Task objective | For each line below, check for the word "radians", then state how many lines contain it, with no other output.

---------- The input

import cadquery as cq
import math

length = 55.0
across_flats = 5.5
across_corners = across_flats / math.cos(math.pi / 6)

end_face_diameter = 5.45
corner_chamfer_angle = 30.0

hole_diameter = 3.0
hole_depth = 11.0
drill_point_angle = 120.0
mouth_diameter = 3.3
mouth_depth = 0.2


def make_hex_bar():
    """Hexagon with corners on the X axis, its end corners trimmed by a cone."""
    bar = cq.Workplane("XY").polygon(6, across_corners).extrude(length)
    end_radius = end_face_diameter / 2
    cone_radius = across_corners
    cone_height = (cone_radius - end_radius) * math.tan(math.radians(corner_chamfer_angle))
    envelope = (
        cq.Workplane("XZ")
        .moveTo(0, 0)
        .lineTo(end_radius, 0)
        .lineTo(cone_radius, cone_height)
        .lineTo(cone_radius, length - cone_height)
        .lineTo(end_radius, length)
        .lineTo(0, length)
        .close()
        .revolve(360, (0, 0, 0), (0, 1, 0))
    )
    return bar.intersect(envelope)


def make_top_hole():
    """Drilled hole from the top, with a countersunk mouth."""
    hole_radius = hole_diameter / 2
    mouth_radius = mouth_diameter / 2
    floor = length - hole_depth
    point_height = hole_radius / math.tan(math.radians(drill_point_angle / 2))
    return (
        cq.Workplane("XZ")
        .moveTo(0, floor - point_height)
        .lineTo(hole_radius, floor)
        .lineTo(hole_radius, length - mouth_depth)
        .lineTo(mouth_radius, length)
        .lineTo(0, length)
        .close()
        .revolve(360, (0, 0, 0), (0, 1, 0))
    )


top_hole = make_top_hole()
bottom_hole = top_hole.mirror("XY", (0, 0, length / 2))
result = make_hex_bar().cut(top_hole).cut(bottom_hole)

--------------------

Reply to the task | 2